With the age and mileage on this '91 Sentra, I may have to retire it.
I bought it for $600 almost two years ago at a garage sale! 

amje417, I would recommend not changing the tranny oil at this point.
A transmission shop changed mine for free, and that seemed to change the dynamics of things after that. It got harder to shift in other gears, and seemed to get worse. 
Rich


----------



## rguard (Aug 24, 2006)

*Fine in 4th gear*

Well, I'm back with another update, and am still driving my '91 Sentra with over 236K miles on it now!
I bought a new clutch from Advanced Auto for $100 with lifetime warranty.
I paid a mechanic $400 labor to install it and it is back on the road.
That would have been the time to have the 5th gear components replaced, but I didn't spend the $. After the clutch was replaced, the 5th gear pop-out problem got worse, and hooking it in gear no longer works - it just grinds out of gear. So, I just drive it on the highway in 4th gear now and it has been fine. I don't like to drive it much over 75mph in 4th, but it still gets 30 mpg, so I'm happy.
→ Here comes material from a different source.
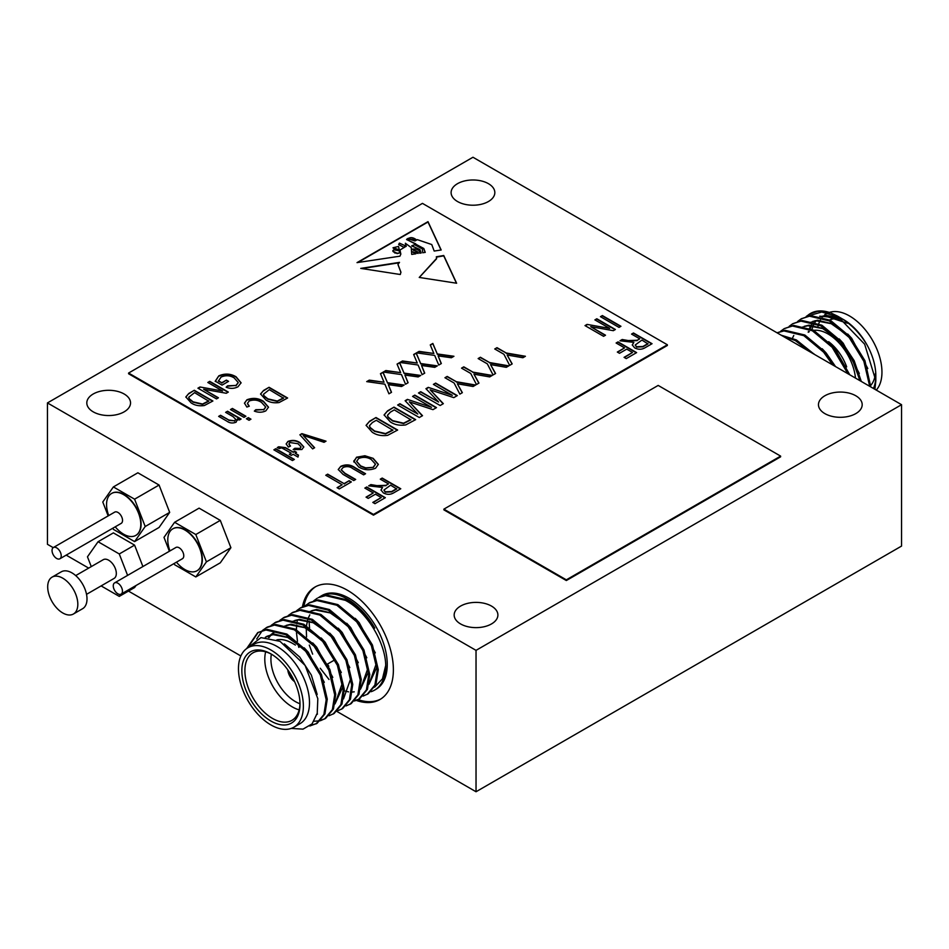 <?xml version="1.0" encoding="UTF-8"?>
<svg xmlns="http://www.w3.org/2000/svg" width="949" height="949" viewBox="0 0 949 949"><rect width="100%" height="100%" fill="white"/><g stroke="black" fill="none" stroke-linecap="round" stroke-linejoin="round"><path stroke-width="1.42" d="M56.632 558.451A6.489 3.749 -120 0 0 59.882 558.771A6.489 3.749 -120 0 0 60.878 553.575A6.489 3.749 -120 0 0 56.632 547.846A6.489 3.749 -120 0 0 53.381 547.526A6.489 3.749 -120 0 0 52.397 552.733A6.489 3.749 -120 0 0 56.632 558.451M59.882 558.771L121.199 523.374A6.489 3.749 -120 0 0 122.184 518.166A6.489 3.749 -120 0 0 117.949 512.448A6.489 3.749 -120 0 0 114.699 512.128L53.381 547.526M115.22 526.825A38.174 38.174 0 0 0 119.372 531.096A24.211 13.974 -120 0 0 123.678 534.216A24.211 13.974 -120 0 0 135.778 535.414A24.211 13.974 -120 0 0 139.491 516.007A24.211 13.974 -120 0 0 123.678 494.678A24.211 13.974 -120 0 0 111.567 493.48A24.211 13.974 -120 0 0 107.107 509.838A38.174 38.174 0 0 0 108.72 515.58M135.932 535.319A24.211 13.974 -120 0 0 136.087 535.236A24.211 13.974 -120 0 0 139.8 515.829A24.211 13.974 -120 0 0 123.987 494.5A24.211 13.974 -120 0 0 111.875 493.302A24.211 13.974 -120 0 0 111.721 493.385M117.854 593.801A6.489 3.749 -120 0 0 121.104 594.121A6.489 3.749 -120 0 0 122.101 588.914A6.489 3.749 -120 0 0 117.854 583.196A6.489 3.749 -120 0 0 114.615 582.876A6.489 3.749 -120 0 0 113.619 588.083A6.489 3.749 -120 0 0 117.854 593.801M121.104 594.121L182.422 558.724A6.489 3.749 -120 0 0 183.418 553.516A6.489 3.749 -120 0 0 179.171 547.798A6.489 3.749 -120 0 0 175.921 547.478L114.615 582.876M176.443 562.176A38.174 38.174 0 0 0 180.607 566.446A24.211 13.974 -120 0 0 184.901 569.554A24.211 13.974 -120 0 0 197.012 570.752A24.211 13.974 -120 0 0 200.713 551.357A24.211 13.974 -120 0 0 184.901 530.028A24.211 13.974 -120 0 0 172.801 528.83A24.211 13.974 -120 0 0 168.329 545.189A38.174 38.174 0 0 0 169.942 550.93M197.155 570.669A24.211 13.974 -120 0 0 197.309 570.586A24.211 13.974 -120 0 0 201.022 551.179A24.211 13.974 -120 0 0 185.209 529.85A24.211 13.974 -120 0 0 173.098 528.652A24.211 13.974 -120 0 0 172.955 528.735M246.657 648.582L257.701 632.627L267.025 629.365L286.871 634.086L306.705 650.634L321.426 674.49L327.263 699.128L324.938 713.897L317.132 723.292L309.801 726.009M316.586 723.589L310.489 725.451M257.701 632.627L265.969 629.982L285.803 634.691L305.649 651.251L320.359 675.107L326.195 699.745L323.882 714.514L316.064 723.897M319.386 597.051A54.117 31.246 60 0 1 320.394 596.423L321.925 595.533A54.117 31.246 60 0 1 348.983 598.214A54.117 31.246 60 0 1 384.345 645.901A54.117 31.246 60 0 1 376.041 689.271L374.511 690.16A54.117 31.246 60 0 1 371.047 691.702M320.394 596.423A54.117 31.246 60 0 1 347.453 599.104A54.117 31.246 60 0 1 374.76 628.096C367.097 615.51 357.643 606.055 346.397 599.721L326.551 594.999L318.283 597.645L325.483 595.616L345.329 600.326C366.622 611.026 385.401 642.568 385.721 665.379A54.117 31.246 60 0 1 374.511 690.16M309.588 627.787A54.117 31.246 60 0 1 309.196 621.18M305.222 605.723L309.777 602.556L318.045 599.91L337.891 604.62L357.737 621.18L372.447 645.035L378.283 669.674L375.958 684.443L368.153 693.826L363.076 696.103M308.722 603.161L316.99 600.527L336.824 605.237L356.67 621.797L371.379 645.652L377.216 670.291L374.902 685.048L367.085 694.443M301.272 607.467L309.54 604.821L329.386 609.531L349.232 626.091L363.942 649.946L369.778 674.585L367.453 689.354L359.647 698.737L354.57 701.014M359.113 699.033L355.021 700.552M296.729 610.622L300.216 608.072L308.484 605.426L328.318 610.148L348.164 626.708L362.886 650.551L368.71 675.202L366.397 689.959L358.58 699.354M288.223 615.533L292.778 612.366L301.047 609.732L320.881 614.442L340.727 631.002L355.436 654.857L361.272 679.496L358.959 694.253L351.142 703.648L346.065 705.914M291.711 612.983L299.979 610.337L319.825 615.059L339.659 631.619L354.38 655.462L360.217 680.113L357.892 694.87L350.074 704.265M279.718 620.444L284.273 617.277L292.541 614.632L312.375 619.353L332.221 635.913L346.931 659.757L352.767 684.407L350.454 699.164L342.636 708.559L337.571 710.825M283.205 617.894L291.473 615.249L311.319 619.97L331.154 636.53L345.875 660.374L351.711 685.024L349.386 699.781L341.581 709.176M271.212 625.355L275.768 622.188L284.036 619.543L303.87 624.264L323.716 640.824L338.437 664.668L344.273 689.318L341.948 704.075L334.131 713.47L329.066 715.736M274.7 622.805L282.968 620.16L302.814 624.881L322.66 641.429L337.369 665.285L343.206 689.923L340.881 704.692L333.075 714.087M262.707 630.266L267.262 627.099L275.53 624.454L295.376 629.175L315.21 645.735L329.932 669.579L335.768 694.229L333.443 708.986L325.626 718.381L320.56 720.647M325.092 718.678L320.999 720.184M266.206 627.716L274.463 625.071L294.309 629.792L314.155 646.34L328.864 670.196L334.7 694.834L332.375 709.603L324.57 718.986M319.943 720.801L314.06 721.24M329.018 679.496L320.24 668.25M312.636 654.146L309.291 645.095M313.728 600.812L317.227 598.261M298.769 647.265L297.95 643.825M297.476 641.37L296.479 632.675M296.42 629.745L296.657 625.083M297.203 621.31L297.464 620.053M256.716 638.985L262.244 630.694M293.87 727.219L299.991 723.684A45.896 26.501 -120 0 0 307.025 686.91A45.896 26.501 -120 0 0 277.049 646.471A45.896 26.501 -120 0 0 254.107 644.193L247.974 647.728A45.896 26.501 -120 0 0 240.939 684.502A45.896 26.501 -120 0 0 270.928 724.941A45.896 26.501 -120 0 0 293.87 727.219A45.896 26.501 -120 0 0 300.904 690.445A45.896 26.501 -120 0 0 270.928 650.006A45.896 26.501 -120 0 0 247.974 647.728M295.269 726.412L297.191 725.297M247.926 647.764L260.975 637.609L280.014 641.334L305.103 665.415L317.82 698.701L317.227 713.292L312.079 723.885L303.004 729.14L291.236 728.417M270.928 721.05A41.127 23.749 60 0 1 241.841 670.682A41.127 23.749 60 0 1 270.928 653.897L270.928 653.897A41.127 23.749 60 0 1 300.003 704.265A41.127 23.749 60 0 1 270.928 721.05M271.699 654.347A38.968 22.491 -120 0 0 252.968 652.841A38.968 22.491 -120 0 0 247.001 684.075A38.968 22.491 -120 0 0 272.458 718.405A38.968 22.491 -120 0 0 291.936 720.338A38.968 22.491 -120 0 0 299.991 703.363M299.149 709.864A38.968 22.491 60 0 1 292.351 706.922A38.968 22.491 60 0 1 265.649 651.833M276.859 639.851A38.968 22.491 60 0 1 292.351 643.292L295.412 645.059L292.351 643.292M271.355 654.169A34.639 20 -120 0 0 295.412 701.619A34.639 20 -120 0 0 299.979 703.755M287.808 669.875A10.819 6.252 -120 0 0 294.605 681.655M288.199 670.433A10.819 6.252 -120 0 0 294.32 681.038M302.434 606.838A64.935 37.497 60 0 1 314.985 587.051A64.935 37.497 60 0 1 347.453 590.266A64.935 37.497 60 0 1 389.885 647.491A64.935 37.497 60 0 1 379.92 699.532A64.935 37.497 60 0 1 356.326 700.433M303.929 606.186A64.935 37.497 60 0 1 315.756 586.624M869.711 386.302L863.863 361.308L849.153 337.464L829.307 320.904L809.473 316.183L801.205 318.828L797.718 321.379M870.791 386.919L864.93 360.703L850.221 336.848L830.375 320.288L810.529 315.578L801.205 318.828M810.624 352.198L795.298 340.549L782.711 336.076M814.289 354.309L796.365 339.932L781.098 335.151M832.736 364.962L823.637 352.186L803.803 335.638L783.957 330.916L777.089 332.826M834.871 366.184L824.705 351.581L804.859 335.021L785.025 330.299L777.029 332.791M847.908 373.716L832.143 347.287L812.308 330.727L792.462 326.005L784.194 328.651L780.707 331.201M849.557 374.665L833.21 346.67L813.364 330.11L793.53 325.388L784.194 328.651M859.96 380.668L852.748 360.584L840.648 342.375L820.814 325.815L800.968 321.094L792.7 323.739L789.212 326.29M861.289 381.439L854.171 360.691L841.716 341.759L821.87 325.199L802.035 320.489L792.7 323.739M801.739 318.532L798.311 321.201M843.388 319.493A45.896 26.501 60 0 1 875.832 375.697L875.832 380.679L864.669 344.226L837.73 316.231L830.909 312.968A54.117 31.246 -120 0 0 810.505 313.455L806.211 316.48M875.761 378.093A45.896 26.501 60 0 1 873.436 388.449M837.73 316.231L840.672 317.927C850.565 323.787 858.952 332.15 865.808 343.016C859.403 332.399 851.834 324.511 843.092 319.327L842.048 318.757M874.919 389.315L875.832 380.679M811.988 329.398A45.896 26.501 60 0 1 813.495 325.116M815.132 322.233A45.896 26.501 60 0 1 816.128 320.892M840.517 317.951L819.711 316.195M829.355 312.423A45.896 26.501 60 0 1 849.509 315.958A45.896 26.501 60 0 1 878.216 352.553A45.896 26.501 60 0 1 876.259 390.086M829.723 319.943A38.968 22.491 60 0 1 841.644 319.694M855.464 378.082A38.968 22.491 -120 0 0 828.074 333.989A38.968 22.491 -120 0 0 813.815 330.347M809.319 331.676A38.968 22.491 -120 0 0 808.595 332.055M73.405 614.015L82.599 608.712A21.305 12.301 -120 0 0 85.861 591.642A21.305 12.301 -120 0 0 71.946 572.876A21.305 12.301 -120 0 0 61.282 571.82L52.1 577.122A21.305 12.301 -120 0 0 48.838 594.193A21.305 12.301 -120 0 0 62.753 612.959A21.305 12.301 -120 0 0 73.405 614.015A21.305 12.301 -120 0 0 76.679 596.945A21.305 12.301 -120 0 0 62.753 578.178A21.305 12.301 -120 0 0 52.1 577.122M488.427 183.667A21.863 12.622 0 0 0 464.607 180.939A21.863 12.622 0 0 0 451.107 192.6A21.863 12.622 0 0 0 457.513 201.52A21.863 12.622 0 0 0 481.333 204.26A21.863 12.622 0 0 0 494.832 192.6A21.863 12.622 0 0 0 488.427 183.667M124.141 393.989A21.863 12.622 0 0 0 100.309 391.261A21.863 12.622 0 0 0 86.81 402.922A21.863 12.622 0 0 0 93.216 411.842A21.863 12.622 0 0 0 117.047 414.583A21.863 12.622 0 0 0 130.535 402.922A21.863 12.622 0 0 0 124.141 393.989M491.487 606.079A21.863 12.622 0 0 0 467.667 603.35A21.863 12.622 0 0 0 454.168 615.011A21.863 12.622 0 0 0 460.573 623.932A21.863 12.622 0 0 0 484.393 626.672A21.863 12.622 0 0 0 497.893 615.011A21.863 12.622 0 0 0 491.487 606.079M855.784 395.757A21.863 12.622 0 0 0 831.953 393.028A21.863 12.622 0 0 0 818.465 404.689A21.863 12.622 0 0 0 824.859 413.61A21.863 12.622 0 0 0 848.691 416.35A21.863 12.622 0 0 0 862.19 404.689A21.863 12.622 0 0 0 855.784 395.757M86.525 594.347L114.082 578.427A10.819 6.252 -120 0 0 115.742 569.756A10.819 6.252 -120 0 0 108.672 560.218A10.819 6.252 -120 0 0 103.263 559.685L75.706 575.592M476.03 650.362L901.55 404.689L901.55 546.078L476.03 791.751L476.03 650.362L47.45 402.922L47.45 544.311L53.215 547.644M901.55 404.689L472.97 157.249L47.45 402.922M174.142 563.504L174.604 564.702L195.814 576.945L220.298 562.804L230.904 547.715L220.298 520.384L199.088 508.142L174.604 522.282L163.999 537.371L169.385 551.25M66.193 555.129L88.672 568.107M128.459 591.085L240.868 655.984M336.919 711.442L476.03 791.751M101.128 585.913L119.277 596.387L134.592 587.55L136.027 585.509M142.896 566.541L134.592 545.129L113.382 532.887L98.067 541.725L87.462 556.814L91.27 566.612M112.907 528.154L113.382 529.352L134.592 541.594L159.076 527.454L169.681 512.377L159.076 485.046L137.866 472.792L113.382 486.932L102.777 502.021L108.162 515.9M390.324 421.902L384.096 414.927L387.607 410.822L394.001 407.133L415.674 419.636L405.709 424.927C399.707 425.781 394.582 424.772 390.324 421.902M343.135 467.466L341.189 469.731L344.973 473.266L355.673 479.447L353.74 480.562L343.052 474.393L338.247 469.494L340.81 466.303C345.863 464.097 350.549 464.512 354.879 467.56L365.567 473.741L363.633 474.856L352.933 468.676C350.027 466.457 346.753 466.054 343.135 467.466M342.162 484.737L325.768 475.271L327.69 474.156L344.096 483.622L349.161 480.704L351.332 481.95L339.267 488.913L337.097 487.667L342.162 484.737L337.405 487.833M624.561 347.88L616.115 343.004L618.048 341.889L636.625 352.613L626.245 358.603L624.074 357.346L632.52 352.47L626.731 349.125L619.495 353.313L617.324 352.055L624.561 347.88L617.633 352.233M619.009 327.405L600.444 316.681L602.366 315.566L620.943 326.29L619.009 327.405M609.673 328.425L594.893 319.884L596.826 318.769L615.391 329.493L613.339 330.679L590.705 326.658L605.509 335.211L603.576 336.314L584.999 325.602L587.063 324.404L609.673 328.425L587.063 324.404M388.473 483.907L380.276 479.162L382.21 478.059L400.775 488.771L393.954 492.709C390.549 494.773 387.014 494.844 383.36 492.922L380.988 489.992L382.566 487.454L368.698 485.852L370.893 484.583L377.002 485.639L386.018 485.319L388.473 483.907L386.018 485.319M261.58 402.459C257.855 399.897 253.715 399.41 249.172 401L247.44 403.384L249.279 406.219L246.87 407.062L244.462 403.135L246.93 399.778C252.861 397.524 258.389 398.058 263.514 401.356L268.508 407.157L265.815 410.881C262.173 412.578 258.353 412.649 254.344 411.095L255.791 409.707L263.727 409.577L265.696 407.026L261.58 402.459M249.041 420.288L246.384 418.758L248.318 417.643L250.963 419.173L249.041 420.288M243.976 417.358L230.465 409.565L232.398 408.45L245.898 416.243L243.976 417.358M191.164 402.934L185.826 396.955L188.839 393.432L194.308 390.276L212.884 401L204.355 405.531C199.207 406.255 194.806 405.389 191.164 402.934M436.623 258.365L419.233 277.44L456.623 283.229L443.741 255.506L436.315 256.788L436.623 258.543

For reference, check out this excellent forum link with info on the 5th gear pop-out kit: http://www.nissanforums.com/b13-91-94-chassis/72374-rs5f31a-tranny-help.html

Also, here is another related 5th gear pop-out forum link:
http://www.nissanforums.com/e-ca-se...8-replaced-clutch-causes-5th-gear-popout.html

This remains a great commuter car for me.

Take care,
Rich


----------